A blogger steals someone else's life story and calls it her own.
How William Orr's quest for better, cheaper gas became a crime.
The family of a dead judge blames a creeping fungus in the federal courthouse.
Frances Semler keeps backfiring on people.
When Kansas City Mayor Mark Funkhouser named a new parks board in June, he declared an end to a culture of community divisiveness. At the time, Funkhouser wasn't aware that one of his appointments, the grandmotherly Semler, belonged to the Minuteman Civil Defense Corps, a nativist outfit known for its odious rhetoric about the United States becoming a Third World country.In spite of howls from minority constituencies, a stubborn Funkhouser refused to accept Semler's offer to resign. I still don't understand why the mayor, who preaches honesty, didn't dump Semler after she claimed — falsely — that she was "not active" in the Minutemen. (After Semler made that claim, Pitch writer Carolyn Szczepanski quickly revealed, in blog entries, the real extent of Semler's involvement.)
Funk screwed up, all right. But critics of the Semler appointment have screwed up, too — one of them in a way that bodes ill for her next few years as a 4th District city councilwoman.
On July 16, The Wall Street Journal printed a 1,300-word, trouble-in-the-heartland piece about the Semler controversy. The author, Miriam Jordan, quoted Councilwoman Beth Gottstein as saying: "This is about racism and divisiveness — everything we are not supposed to be about."

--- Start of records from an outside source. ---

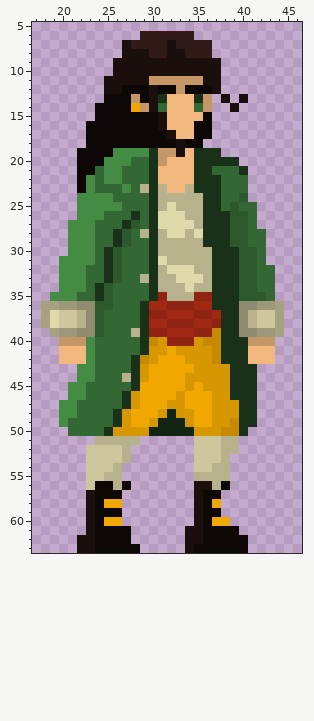
One commit to this pixel-art sprite: assets/characters/player/idle animation/jacques idle5.png. Above, as it was before the edit.
The file is 64x64 pixels. Shown: x 17..46, y 5..63.
New version:
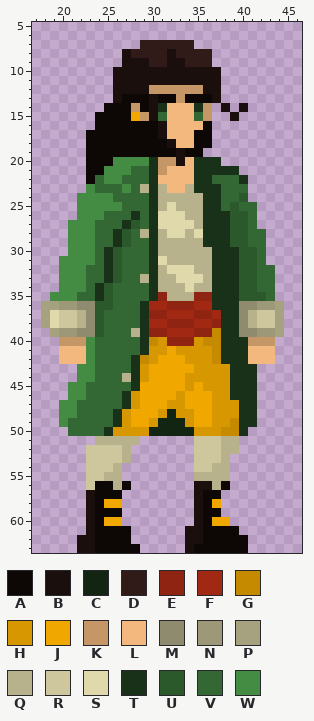
Palette (. is transparent): A #0d0706  B #1b0f0d  C #122412  D #311b19  E #8f2412  F #a12914  G #c58a00  H #d79700  J #f0a800  K #c59666  L #f2b87e  M #8f8b6e  N #9d9878  P #a6a17f  Q #b7b28c  R #cec79d  S #e0d9ab  T #183118  U #2c592c  V #336733  W #448b44
From the commit log: added new version of idle animation (i think it looks nice on 200ms)
Changes in this commit:
@@ x 17..46 @@
  5 ..............................
- 6 ............DDDDDD............
- 7 ..........BDDDDBDDDD..........
- 8 ..........BBBDDBBDDD..........
- 9 .........BBBBBBBBBBBB.........
+ 6 ..............................
+ 7 ............DDDDDD............
+ 8 ..........BDDDDBDDDD..........
+ 9 ..........BBBDDBBDDD..........
 10 .........BBBBBBBBBBBB.........
-11 ........BBBBBKKKKKKBB.........
-12 ........BBAAABAAKAAAB.........
-13 ........AAAKABTLLLTK.B.B......
-14 .......AAAAJKBVLLLVK..B.......
-15 .......AAAAAAABLLLLA..........
-16 ......AAAAAAAABLLLAA..........
-17 ......AAAAAAAAABLLAA..........
-18 ......AAAAAAAAAABAA...........
-19 .....AAAAWWWWTKKBLTTT.........
-20 .....AAAWWWVVTKLLLTTTTT.......
-21 .....AAVWWVVVTLLLLTTVVVT......
-22 .....AWVWWVVVTLLLLTTTVVV......
-23 .....AWVVVWVQTQLLQTTTVVV......
+11 .........BBBBBBBBBBBB.........
+12 .........BBBBKKKKKKBB.........
+13 .........BAAABAAKAAAB.........
+14 ........AAAKABTLLLTK.B.B......
+15 .......AAAAJKBVLLLVK..B.......
+16 .......AAAAAAABLLLLA..........
+17 ......AAAAAAAABLLLAA..........
+18 ......AAAAAAAAABLLAA..........
+19 ......AAAAAAAAAABAA...........
+20 ......AAAWWWWTKKBLTTT.........
+21 ......AAWWWVVTKLLLTTTTT.......
+22 ......AVWWVVVTLLLLTTVVVT......
+23 ......WVVVWVQTQLLQTTTVVV......
 24 .....WWWWVVVVTQQQQQTTVVU......
Pixel boxes of the changes (left, top, right, bottom) in both pictures:
changed: (77, 31, 248, 193)

No argument about that. But later in the piece came this nugget: "Two days after the council approved a resolution against Mrs. Semler's appointment, several demonstrators gathered outside council member Ms. Gottstein's gated condominium with placards protesting her vote. Her office has been flooded with angry e-mail from Minutemen supporters across the country, she says."
I believe that angry 'mericans gave Semler's opponents an electronic piece of their minds. But the bit about protesters outside Gottstein's condo? I think the councilwoman made it up.
I've been reading about the local Minutemen since Szczepanski's cover story on them last fall ("To the Rescue," November 16, 2006). The feature didn't leave the impression that local chapters of the "corps" mustered that frequently. Yet we're to believe that the Minutemen or their supporters rallied for the not-very-satisfying experience of waving signs outside the crib of a councilwoman who voted with eight others on a largely symbolic resolution?
Szczepanski went to Topeka for a Minuteman rally on the day of the supposed Gottstein protest. None of the people she spoke with, she says, brought up the council resolution. Olathe resident Ed Hayes, who founded the Kansas Minuteman chapter, says he doesn't know anything about the demonstration described in The Wall Street Journal. "I don't even know where that woman lives," he tells me. The manager of Gottstein's condominium declined to comment.
I called the councilwoman on July 18 in an effort to talk to her about the Journal story and left a message. She didn't return the call, so the next day I tried to get a word with her after the council's regular Thursday business session. This is a fairly normal course of action for a reporter (after the meeting adjourned, The Kansas City Star's Lynn Horsley went behind the council table to chat with Funkhouser), but Gottstein acted as if I had ambushed her. She refused to talk and ducked into an elevator. Later, she called Pitch writer Nadia Pflaum, whom she had met on the campaign trail. Pflaum encouraged Gottstein to give me a call, which she did.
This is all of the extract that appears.